The product UT may not even exist: if some transform produced by T isn’t in U’s operand set, the composition is undefined at that point. Same closure principle, generalized to two transformations.
Kinematic graph: dynamics made visible
So far everything has been algebraic — tables, formulas, matrices. The final move of the chapter is visual, and it changes what you can see.
Take a closed transformation. Draw each operand as a node. Draw an arrow from A to B if and only if A → B in one step. The picture is the kinematic graph.
Example. Take
U: A B C D E
D A E D D
Apply U to C: get E. Apply again: E → D. Apply again: D → D. The series is C, E, D, D, D, … — D forever. Apply U to A: A, D, D, D, … — same fate. Drawn as a graph:
C → E → D ← A ← B
with D having an implicit self-loop. Every starting state in this graph eventually arrives at D and stays there.
That property — every starting state eventually arrives at one specific resting state — is invisible in the original table. It’s instantly visible in the graph. Now consider a more complex transformation:
The graph fragments into three components. Some chains end at states that loop back to themselves (the fixed point H). Some end at cycles of two or more states that the system circulates through indefinitely (the 3-cycle A→D→I→A and the 2-cycle E↔Q). Each connected component is a basin: the set of starting states that all drain into one attractor. The image is a watershed map. Drop a representative point anywhere on the country, and the basins tell you which sea it ends up in.

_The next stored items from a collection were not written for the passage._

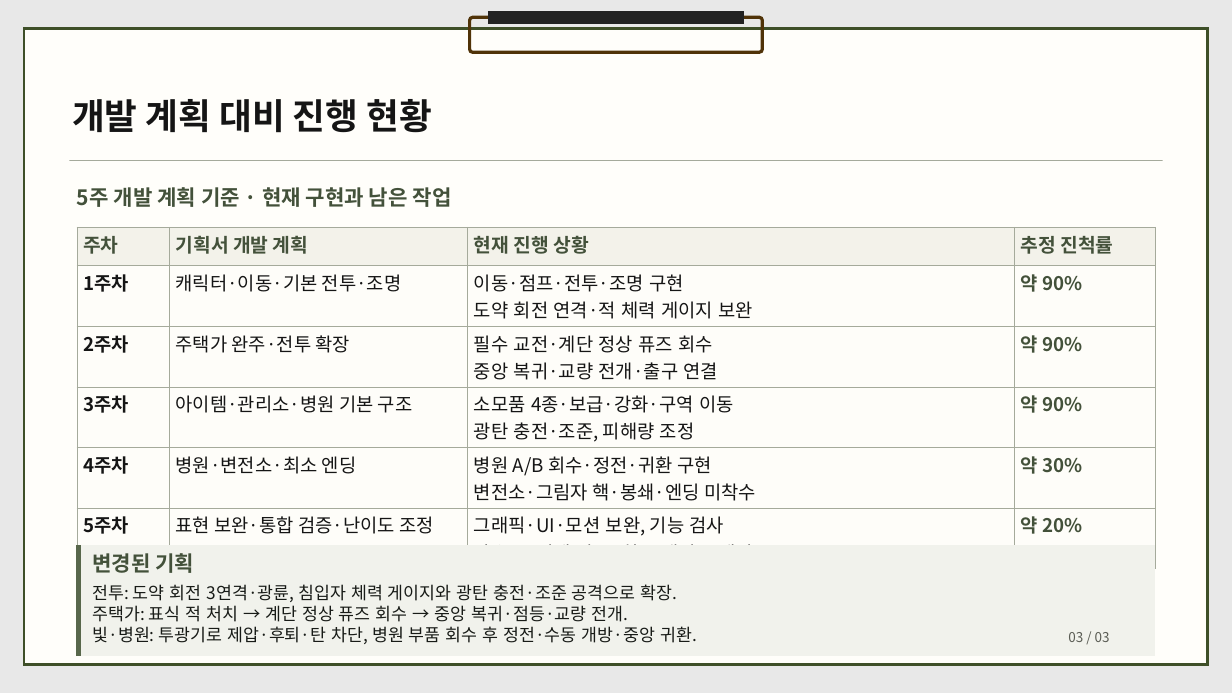
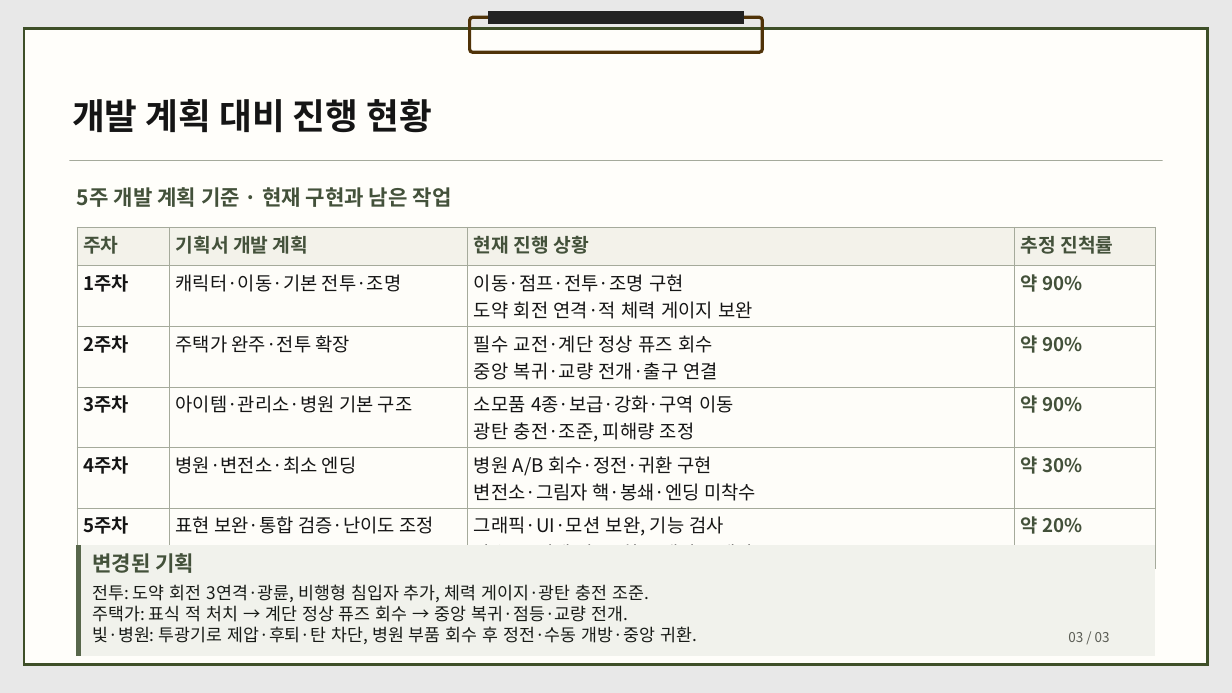
Before and after one commit to dbguswh/2Dgame_project, a slide deck: slide 3 of 2D게임프로그래밍 2차발표.pptx. Drawn at 1232x693 pixels with LibreOffice and Linux fonts; fonts in the diff are those of the drawing. Boxes give left, top, right and bottom in pixels: in the first picture for what was removed or moved away, otherwise in the second. Text is boxed around its words. In the diff, an @@ line names an element or a change of style, - is before the commit and + after.

Commit message:
2차 발표 변경 기획에 비행형 침입자 추가 명시

```diff
--- a/2D게임프로그래밍 2차발표.pptx
+++ b/2D게임프로그래밍 2차발표.pptx
@@ text at (92, 584, 649, 602): text changed @@
-전투: 도약 회전 3연격·광륜, 침입자 체력 게이지와 광탄 충전·조준 공격으로 확장.
+전투: 도약 회전 3연격·광륜, 비행형 침입자 추가, 체력 게이지·광탄 충전 조준.
```

This is the chapter’s payoff. The algebraic vocabulary — operand, transform, closure, power, product — was built so we could describe repeated change precisely. The kinematic graph reveals what the algebra is describing: dynamics have shape. Some shapes funnel everything toward fixed points. Some trap states in cycles. Some have multiple basins that never communicate.
The word for whether a basin’s endpoint is reached and stayed at — and what makes some endpoints “endpoints” rather than transients — is stability. That’s Chapter 5.